Rappelant que «la situation fiscale de McKinsey est protégée par le secret fiscal», Olivier Dussopt a confirmé que les services de Bercy ont diligenté une opération de contrôle à la fin de l'année 2021, mais a refusé de commenter l'issue ou les conséquences possibles de ce contrôle. «Il n'y a rien à cacher», a insisté le ministre, qui a insisté sur le fait que le gouvernement avait fait preuve de «transparence» en répondant aux questions de la commission sénatoriale d'enquête sur l'influence croissante des cabinets de conseil privés, transmettant un grand nombre de documents.
«Toutes les règles de la commande publique ont été respectées», a ajouté Amélie de Montchalin, reprenant l’argument employé par Emmanuel Macron lors d’une interview sur France 3 le 27 mars. Mais, si «l'Etat assume parfaitement de recourir à des cabinets de conseil dans certaines circonstances», des améliorations sont nécessaires, selon la ministre.

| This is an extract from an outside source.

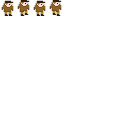
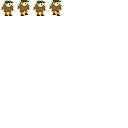
Before/after of a 128 x 128 layered artwork. What changed in the layer stack:
painted on "Pozadí" over [5, 0, 61, 16]

Une nouvelle doctrine de recours aux consultants a ainsi été définie en janvier 2022 afin de s'assurer que les services publics ne disposaient pas des compétences en interne avant de recourir aux cabinets de conseil. Amélie de Montchalin a ainsi fait part de la volonté du gouvernement de «réarmer l’Etat pour renforcer les compétences internes» et prévoit dès 2022 de «réduire d'au moins 15% le recours aux prestations de conseil externe ».
Les sénateurs n'ont pas été convaincus
La commission d'enquête sénatoriale a estimé dans un communiqué, après la conférence de presse, que le gouvernement continuait de «minimiser l’influence des consultants». «Si le gouvernement affirme qu'il n'a "rien à cacher", il lui aura fallu 5 ans pour réagir», ironisent les sénateurs, soulignant que cet exercice de communication gouvernementale à dix jours du premier tour «n’a pas levé toutes les zones d’ombre». Ainsi, «le fiasco de la mission de McKinsey sur l’avenir du métier d’enseignant», «la répartition des contrats pendant la crise sanitaire» ou le recours au cabinet McKinsey malgré les doutes sur sa situation fiscale seraient autant d'exemples d'une «opacité». Celle-ci renforce «le climat de défiance qui entoure l'intervention des consultants dans le secteur public», déplorent encore les sénateurs de la commission d'enquête.
Le président de la commission d'enquête, Arnaud Bazin (LR), avait également estimé auprès de Public Sénat que «tout l’appareil d’Etat est mobilisé autour de ce sujet-là, manifestement», en évoquant «une grande fébrilité» de la majorité dans ce dossier, qui se serait justement traduite par l'organisation à la hâte de la conférence de presse du 30 mars. Le même jour, le ministre de l'Economie, Bruno Le Maire, avait au contraire estimé sur Europe 1 que l'affaire McKinsey était «la preuve de l’immense désarroi des oppositions [...] qui montent en épingle des affaires qui n’existent pas».